In November, the volume of second-hand housing transactions in shanghai and shenzhen reached a nearly four-year high, with new homes frequently selling out immediately.
According to reports from the Financial Associated Press, in November, the property markets in shanghai and Shenzhen again delivered "excellent results." Monitoring data from domestic institutions shows that the transaction volume of second-hand housing in Shenzhen remained at a "prosperity line" level, reaching the highest volume in nearly 46 months, while the transaction volume for second-hand housing (including commercial) in shanghai also set a new high for 44 months. At the same time, the occurrence of "sunlight plates" for new housing in shanghai and Shenzhen has been frequent.
According to Fitch, the sales value of new housing in mainland China is expected to decline by 15% next year.

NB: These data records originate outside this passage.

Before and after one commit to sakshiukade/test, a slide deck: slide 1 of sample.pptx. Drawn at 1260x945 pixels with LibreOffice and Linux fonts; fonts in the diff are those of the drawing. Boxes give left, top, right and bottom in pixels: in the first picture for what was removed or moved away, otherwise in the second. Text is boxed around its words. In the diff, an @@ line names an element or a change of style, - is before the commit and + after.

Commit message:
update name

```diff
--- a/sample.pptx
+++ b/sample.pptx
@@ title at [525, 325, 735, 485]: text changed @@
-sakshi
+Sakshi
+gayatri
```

Fitch Ratings report indicates that mainland real estate developers are expected to continue facing challenges in 2025, with predicted decline in the value of new building sales by 15% to around 7.3 trillion yuan, mainly due to a 10% decrease in sales area and a 5% decrease in average selling price. In addition, the bank also expects that the long-term average annual demand for new residences from 2024 to 2040 will reach a building area of 0.8 billion square meters, with private residential supply reaching 0.6 billion square meters each year. Cities with good economic prospects and relaxed purchase restrictions may perform better.
Guangzhou: will purchase existing commodities of 90 square meters or less throughout the city as indemnificatory apartments.

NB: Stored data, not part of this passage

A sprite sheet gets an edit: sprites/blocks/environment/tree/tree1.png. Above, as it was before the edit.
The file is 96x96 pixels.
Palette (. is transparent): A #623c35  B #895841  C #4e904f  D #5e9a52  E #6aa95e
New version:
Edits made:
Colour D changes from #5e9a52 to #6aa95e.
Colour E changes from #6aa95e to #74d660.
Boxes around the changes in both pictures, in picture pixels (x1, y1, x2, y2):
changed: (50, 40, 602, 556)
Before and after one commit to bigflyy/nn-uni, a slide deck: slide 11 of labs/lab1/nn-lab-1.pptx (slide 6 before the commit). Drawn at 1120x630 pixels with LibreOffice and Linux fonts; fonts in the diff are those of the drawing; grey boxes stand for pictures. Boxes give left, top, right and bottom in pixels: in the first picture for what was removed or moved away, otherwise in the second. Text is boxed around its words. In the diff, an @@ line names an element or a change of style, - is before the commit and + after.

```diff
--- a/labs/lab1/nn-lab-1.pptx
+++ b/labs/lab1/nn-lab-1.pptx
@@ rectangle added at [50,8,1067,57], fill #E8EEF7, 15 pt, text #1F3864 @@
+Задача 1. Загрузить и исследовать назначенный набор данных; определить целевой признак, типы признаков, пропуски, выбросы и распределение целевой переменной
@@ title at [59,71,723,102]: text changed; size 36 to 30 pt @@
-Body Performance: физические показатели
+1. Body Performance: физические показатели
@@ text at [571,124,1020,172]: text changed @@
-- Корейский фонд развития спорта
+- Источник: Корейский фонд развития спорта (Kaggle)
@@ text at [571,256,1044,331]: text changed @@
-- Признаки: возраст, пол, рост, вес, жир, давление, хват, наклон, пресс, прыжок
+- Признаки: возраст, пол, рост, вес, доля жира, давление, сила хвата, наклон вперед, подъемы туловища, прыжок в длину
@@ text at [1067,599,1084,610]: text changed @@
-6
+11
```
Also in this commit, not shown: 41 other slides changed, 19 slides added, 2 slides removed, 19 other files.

According to a report by Southern Network, Guangzhou Anju Group announced yesterday the "Collecting Notice for the Purchase of Completed Existing Commodity Housing for Use as Affordable Housing by Guangzhou Anju Group Co., Ltd.", intending to collect existing completed commodity housing for affordable housing projects. The collection period is from the date of the announcement until December 18 of this year. According to the notice, the scope of this collection is existing commodity housing sources that have been completed within the administrative area of Guangzhou City, with convenient transportation and relatively complete supporting facilities surrounding the housing sources. The collection criteria require: clear assets and liabilities and legal relationships; obtaining a completion joint acceptance opinion letter; an area of 90 square meters.
Hong Kong real estate stocks opened high, radiance hldgs rose more than 11%.
Guangdong Huizhi on November 19 reported that Radiance Hldgs rose over 11%, Fantasia rose over 6%, Sino-Ocean GP and R&F Properties rose over 3%. China International Capital Corporation believes that currently, real estate developers in China are in the early to mid-stage of deleveraging. However, it has been determined that the period of the fastest decline in quantity and price in the physical market may have passed, while on the policy side there are beginnings of more proactive measures to stabilize the industry.